As a tertiary tool, I have a PivotTable that runs basic daily statistics on the workload (measured in number of tasks, which has to be interpreted specially on days with one thing that takes all day). This transfers over to a line graph to find patterns in the spikes and troughs.
This is not a day timer. It’s pretty much a tool so when you get off the phone, or finish an e-mail, and say “Now what?” you have an immediate answer. Works fine for me.
5/22/2009 #
Leisure Time
We might make it out to the Black Sea this weekend if we can firm up some kind of hotel arrangement. Things get a little folksy as you leave the metro area. Incidentally, Amsterdam seems to be the same way inside its metro. That is one very different city (we’re going in late June for a week-long training class).

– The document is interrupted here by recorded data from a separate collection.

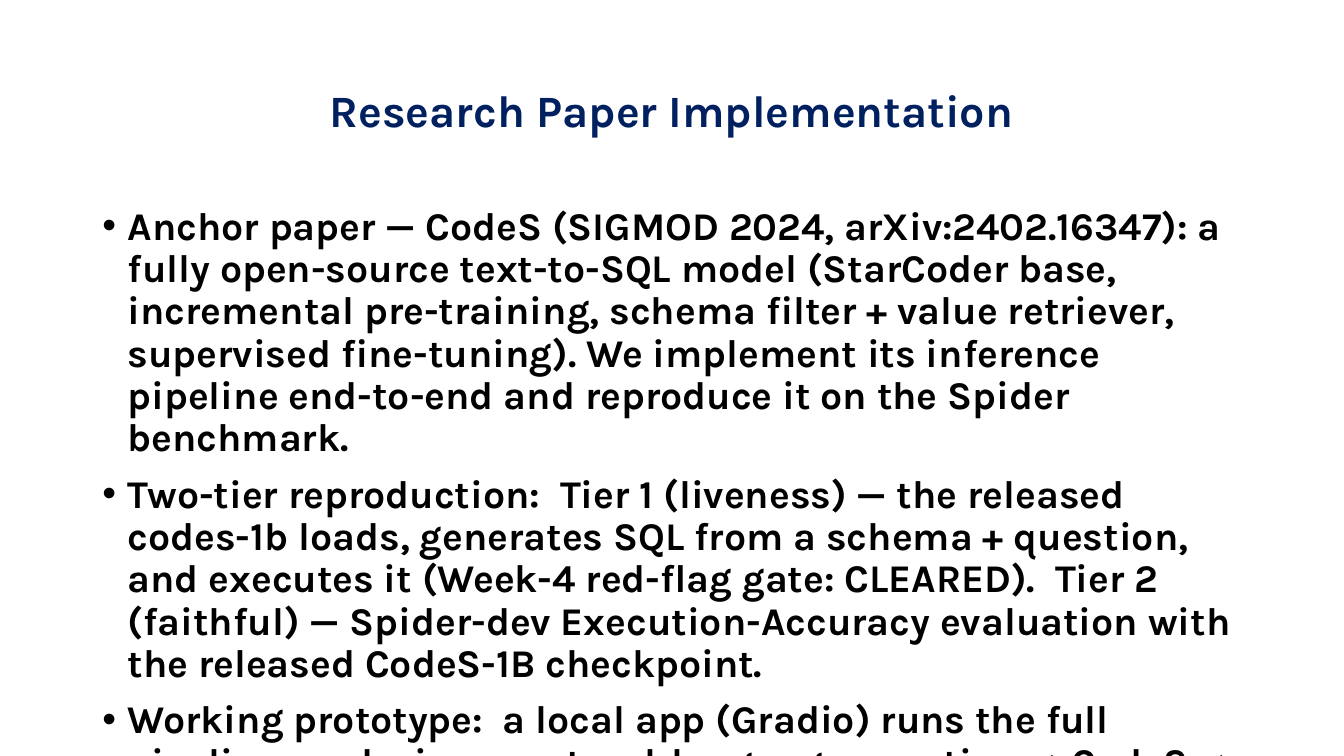
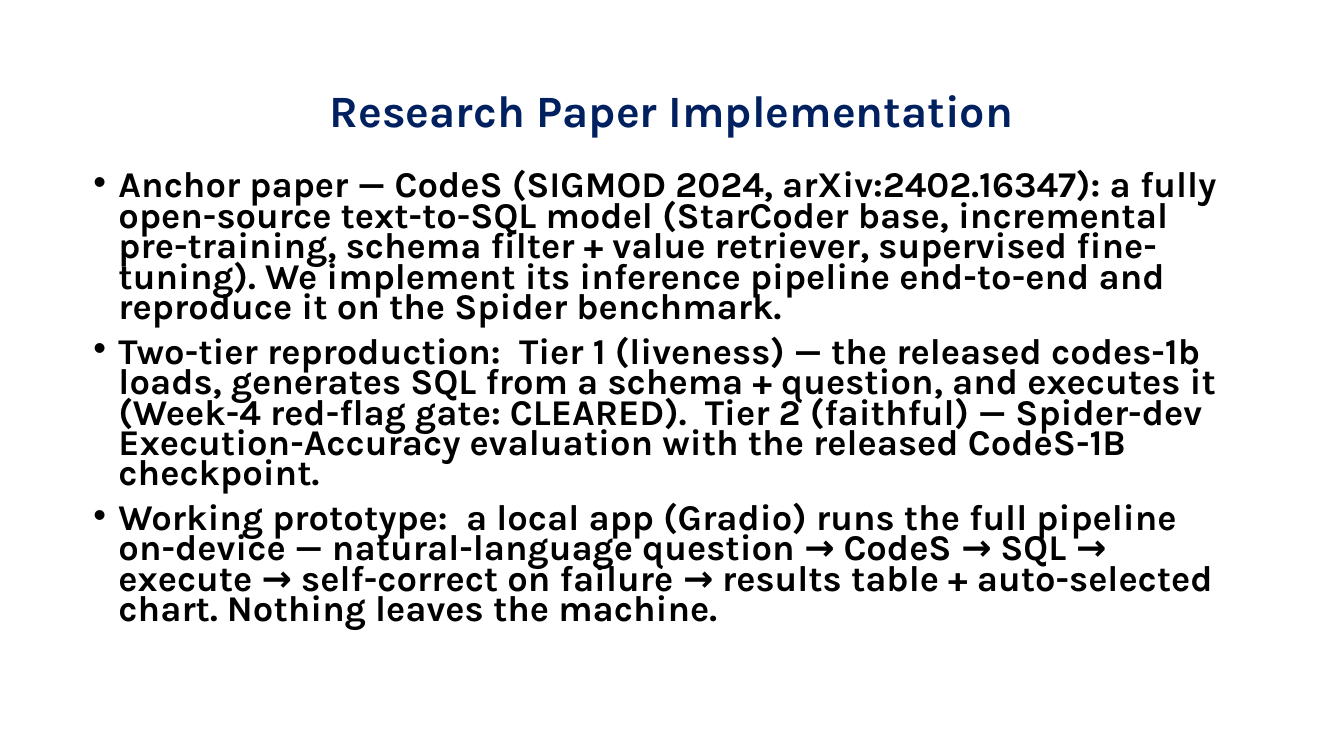
Before and after one commit to jayakanthh/QueryGenie, a slide deck: slide 3 of docs/reviews/Review2_QueryGenie.pptx. Drawn at 1344x756 pixels with LibreOffice and Linux fonts; fonts in the diff are those of the drawing; background and template pictures are left out. Boxes give left, top, right and bottom in pixels: in the first picture for what was removed or moved away, otherwise in the second. Text is boxed around its words. In the diff, an @@ line names an element or a change of style, - is before the commit and + after.

```diff
--- a/docs/reviews/Review2_QueryGenie.pptx
+++ b/docs/reviews/Review2_QueryGenie.pptx
@@ text "Anchor paper — CodeS (SIGMOD ...": place and size @@
-text "Anchor paper — CodeS (SIGMOD ..." at (128, 210, 1230, 743)
+text "Anchor paper — CodeS (SIGMOD ..." at (118, 170, 1216, 630)
@@ text "Anchor paper — CodeS (SIGMOD ..." at (118, 170, 1216, 630): size 28 to 25.9 pt; line spacing 0.9 to 0.7 @@
```
Also in this commit, not shown: 6 other slides changed, 3 other files.
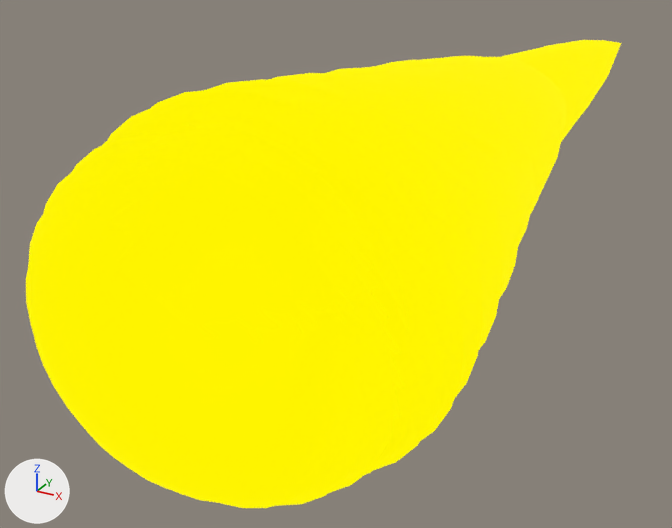
A saved change to the glTF model public/meshes/EpicStore/Fireball/source/Fireball.glb.
The view is the same before and after, from a camera (50 mm lens) standing at (2.87, -3.98, 2.41) and looking at (-1.02, 3.09, -1.13). Every picture has the same lights, and +X, +Y and +Z are marked at lower left. Where no turn or scale is listed for an object, it has been applied to the vertices.
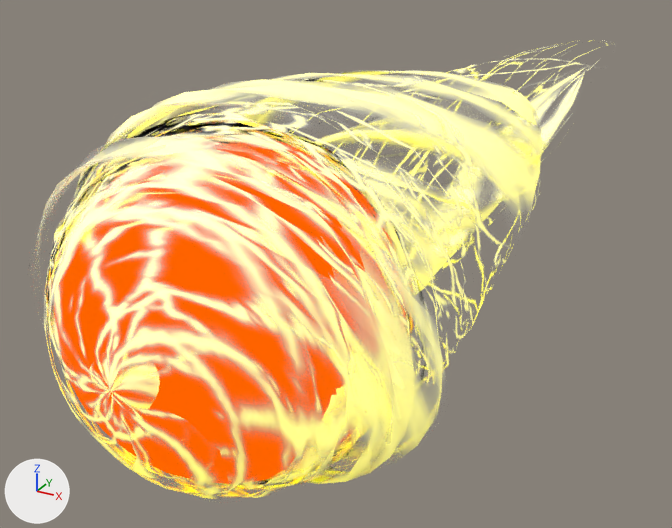
Where the change shows, as pixel boxes (x1, y1, x2, y2) in the pictures (672 x 528 px):
'Sphere.003', surface changed (yellow to beige)
    both: (26, 130, 415, 508)
'Sphere.004', surface changed (yellow to beige)
    both: (62, 68, 585, 484)
'Sphere.002', surface changed (yellow to beige)
    both: (44, 117, 413, 499)
'Sphere.005', surface changed (yellow to beige)
    both: (45, 40, 621, 468)
'Sphere.001', surface changed (yellow to beige)
    both: (46, 126, 410, 490)
'Sphere', unchanged, uncovered by the edit
    after: (54, 137, 406, 484)

Patch to the scene script:
```diff
--- a/public/meshes/EpicStore/Fireball/source/Fireball.glb.py
+++ b/public/meshes/EpicStore/Fireball/source/Fireball.glb.py
@@ img_flameoutputalpha @@
+img_flameoutputalpha = load_image('FlameOutputAlpha', '_unpacked/FlameOutputAlpha', 512, 512, 'sRGB')
@@ img_flameoutput @@
+img_flameoutput = load_image('FlameOutput', '_unpacked/FlameOutput', 512, 512, 'sRGB')
@@ mat_flames @@
 mat_flames = bpy.data.materials.new('flames')
-# nodes: BsdfPrincipled, OutputMaterial
-# colours: black #000000, yellow #fff500
+# nodes: BsdfPrincipled, Mix, OutputMaterial, TexImage x2
+# colours: white #e7e7e7
+# uses the picture img_flameoutput
+# uses the picture img_flameoutputalpha
```
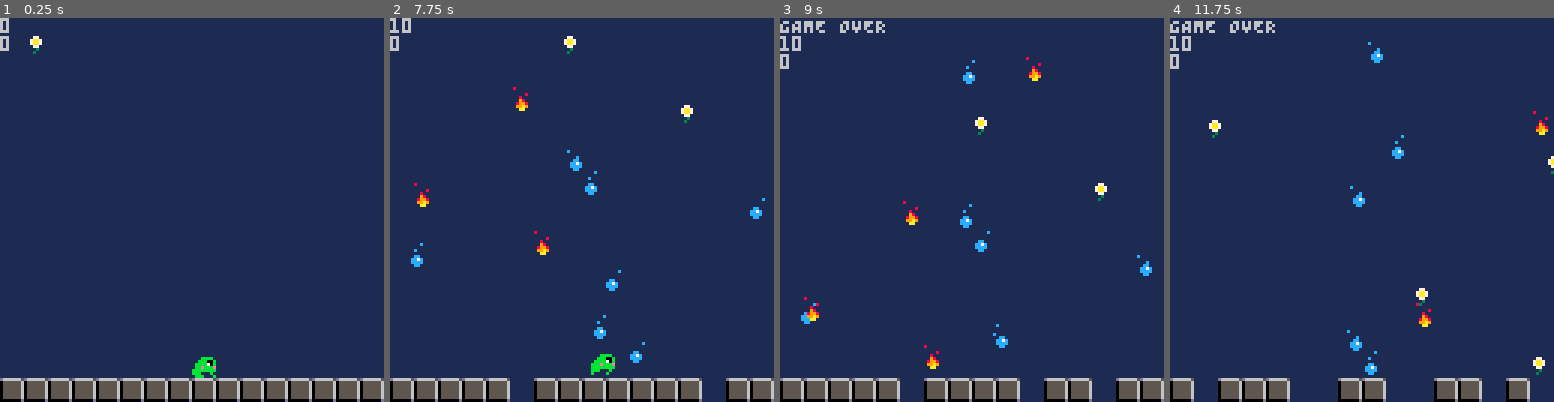
Above: before the commit, frames 1-4 (left to right).
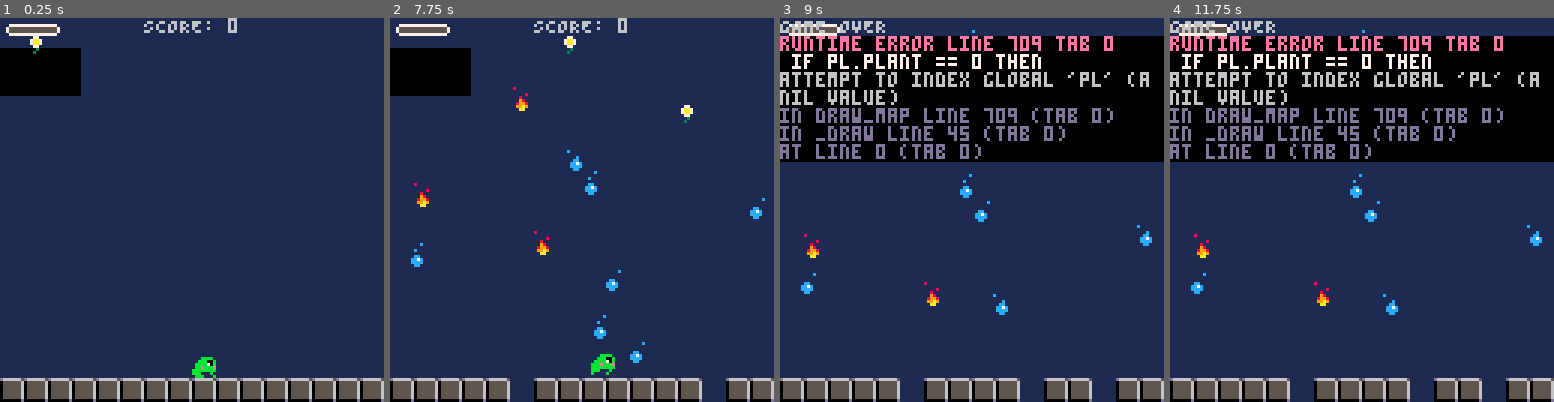
Above: after the commit, the same moments.

Repository: Ricchan-piup/0froppy
Game: PICO-8 cartridge 0main.p8
Same seed, same stepped clock (60 frames per second), same inputs: the game is played once before the commit and once after it.
Inputs:
- Up to frame 1 (0.25 s): no input
- Up to frame 2 (7.75 s): tap O (Z key) at 0.33, 0.7, 1.43, 2.22, 3.1, 3.98, 4.87, 5.75, 6.63, 7.52 s; hold Left 1.97-2.37 s; hold Right 2.87-3.53 s; hold Right 4.13-4.53 s; hold Left 5.13-5.8 s; hold Left 6.23-6.63 s; hold Right from 7.13 s (still down)
- Up to frame 3 (9 s): release Right at 7.8 s; hold Right 8.4-8.8 s; tap O (Z key) at 8.4 s
- Up to frame 4 (11.75 s): tap O (Z key) at 9.28, 10.17, 11.05 s; hold Left 9.4-10.07 s; hold Left 10.5-10.9 s; hold Right from 11.4 s (still down)

The runs differ from the first frame. In frame 1, 3.5% of the frame differs, in the area x 0-62%, y 0-21%; in frame 2, 3.5%; in frame 3, 34%; in frame 4, 36%, in the area x 0-100%, y 1-100%.
Error after the commit: runtime error line 709 tab 0; if pl.plant == 0 then; attempt to index global 'pl' (a nil value)

Commit message:
UI
I started working on the UI of the game

Diff:
--- a/actors.lua
+++ b/actors.lua
@@ -29,7 +29,8 @@
 			},
 			dx = 0,
 			y = 0,
-			dy = 0.5 -- example of the move function being overwritten
+			dy = 0.5,
+			type = "water" -- example of the move function being overwritten
 		},
 
 		-- fire
@@ -40,7 +41,8 @@
 			},
 			dx = 0,
 			y = 0,
-			dy = 1
+			dy = 1,
+			type = "fire"
 		},
 
 		-- plant
@@ -51,7 +53,8 @@
 			},
 			dx = 0.2,
 			y = 0,
-			dy = 0.7
+			dy = 0.7,
+			type = "plant"
 		}
 	}
 end
@@ -100,6 +103,10 @@
 	end
 
 	return a
+end
+
+function get_EnnemyType(a)
+	return a.type
 end
 
 -- default move function for all the actors, can be overwritten
--- a/draw_world.lua
+++ b/draw_world.lua
@@ -1,14 +1,35 @@
 -- draw the map and the actors
 function draw_map()
 
-	cls(1)
 	map(0,0,0,0,128,64)
 	for a in all(actors) do
 		a:draw()
+	end
+
+	for p in all(points) do
+		p:draw()
 	end
 
 	if game_state == 0 then
 		print("GAME OVER")
 	end
 
+	if pl.plant == 0 then
+		spr(64, -4, 2, 3)
+	else
+		spr(68+16*pl.plant, -4, 2, 3)
+	end
+
+	if pl.water == 0 then
+		spr(64, -4, 10, 3)
+	else
+		spr(72+16*pl.water, -4, 10, 3)
+	end
+
+	if pl.fire == 0 then
+		spr(64, -4, 18, 3)
+	else
+		spr(76+16*pl.fire, -4, 18, 3)
+	end
+
 end
--- a/froppy01.lua
+++ b/froppy01.lua
@@ -26,13 +26,20 @@
 		a:move()
 	end
 
+	for p in all(points) do
+		p:update()
+	end
+
 	if (timer - t() < 0) then
 		timer = t() + 4
 	end
 end
 
 function _draw()
+
+	cls(1)
+	spr(64, -5, 2, 4, 3)
 	draw_map()
-	print(debug)
-	print(score)
+	print("SCORE: " .. score, 48, 0, 6)
+
 end
--- a/level.lua
+++ b/level.lua
@@ -13,6 +13,7 @@
 	ground[16] = 0
 
 	actors = {}
+	points = {}
 	pl = make_player()
 
 end
@@ -54,12 +55,63 @@
 	return false
 end
 
-function updateScore(a)
+function makePoints(a)
+	local p = {
+		x = (a.x > 112) and 112 or a.x,
+		y = a.y - 4,
+		points = calculatePoints(a),
+		timer = 30,
+		update = updatePoints,
+		draw = drawPoints
+	}
+	p.color = computeColor(p)
+
+	add(points, p)
+	score += p.points
+
+	return p
+
+end
+
+function calculatePoints(a)
+	local points
 	if a.y < 40 then
-		score += 1000
+		points = 1000
 	elseif a.y < 80 then
-		score += 100
+		points = 100
 	else
-		score += 10
+		points = 10
+	end
+	return points
+end
+
+function computeColor(p)
+	local points = p.points
+	if points == 1000 then
+		return 10
+	elseif points == 100 then
+		return 3
+	else
+		return 2
 	end
 end
+
+function updatePoints(p)
+	local timer = p.timer
+	if timer < 0 then
+		del(points, p)
+		p = nil
+	else
+	local points = p.points
+
+	if p.points == 1000 then
+		p.color = (p.color == 10) and 13 or 10
+	end
+
+	p.timer -= 1
+	end
+end
+
+function drawPoints(p)
+	print(p.points, p.x, p.y, p.color)
+	end
--- a/player.lua
+++ b/player.lua
@@ -20,6 +20,10 @@
 	a.tongue = nil
 	a.canAttack = true -- used to prevent player from spamming tongue by holding btn(4)
 	a.state = pl_idle
+
+	a.plant = 0
+	a.water = 0
+	a.fire = 0
 
 	a.states = {
 		[pl_idle] = {
@@ -79,6 +83,7 @@
 				local tongue = a.tongue
 				local ennemy = tongue.stuck_ennemy
 				if ennemy != nil then
+					chargeGauge(a, ennemy)
 					del(actors, ennemy)
 					ennemy = nil
 				end
@@ -228,10 +233,9 @@
 			then
 				if not a2.is_player then
 					a.stuck_ennemy = a2
-					updateScore(a2)
+					makePoints(a2)
 					set_state(pl, pl_pulling_tongue)
 					return true
-					-- TODO: updateScore()
 					-- del(actors, a)
 					-- a=nil
 					-- del(actors, a2)
@@ -299,3 +303,13 @@
 	update(pl)
 	move_actor(pl)
 end
+
+function chargeGauge(pl, ennemy)
+	if get_EnnemyType(ennemy) == "plant" then
+		pl.plant += 1
+	elseif get_EnnemyType(ennemy) == "water" then
+		pl.water += 1
+	elseif get_EnnemyType(ennemy) == "fire" then
+		pl.fire += 1
+	end
+end
Not shown, changed: 88 lines of the sprite sheet (__gfx__) section of 0main.p8

We finished Seiken Densetsu 3 (would have been Secret of Mana 2 if it had been released in the US), and I have to say I’ve never had such a mood swing during an RPG. I really liked it at first, but by the end I was really bitter and cynical. It think it got a little too SquareSoft-ie on me, with the random unavoidable deaths and erratic difficulty level. The plot also sucked: the Mana Sword is in my heart? The Mana Sword’s purpose is to help me stab it into other people’s hearts. And why were we enabling evil the whole time?
We have a few other co-op games in the ZSNES queue (and still need to finish Champions of Norrath again on the PS2). We may play Chrono Trigger next; despite it not being a co-op game, it’s so beautiful it is pretty fun to just watch.
I won an eBay auction for the sequel to Norrath as well as the first Baldur’s Gate game for PS2. We can port our Norrath players over to the sequel, which might be fun. Or not. We’ll see. To save an e-mail: they’re coming to Prince George.
Oh, our little dysfunctional supply chain…
5/22/2009 #
Laptops and Stuff
The laptop is once again re-done. I learned my lesson about resizing partitions on a computer that very much likes and needs its virtual memory. It’s running much better. I still get random DNS errors, but I think I was just spoiled to running a caching DNS server from home for so long.
On that subject, I am more and more convinced that running a consumer router with Tomato or some other alternative firmware is the best route to go for home network infrastructure. A caching DNS server on the LAN improves reliability so much as opposed to using the goofball ISP DNS servers. It also gives you the opportunity to slipstream local network names for fixed IPs so you can call your computers by name without using NetBIOS.
And on that subject, watching a Samba NetBIOS log is like reading a Senate transcript. The protocol provides for literally having elections between the computers to decide who will be the authority on the domain.
I can’t bring myself to replace the Sony right before Windows 7 comes out. I would rather ride the SP0 rollercoaster than purchase a license of Vista in mid-2009.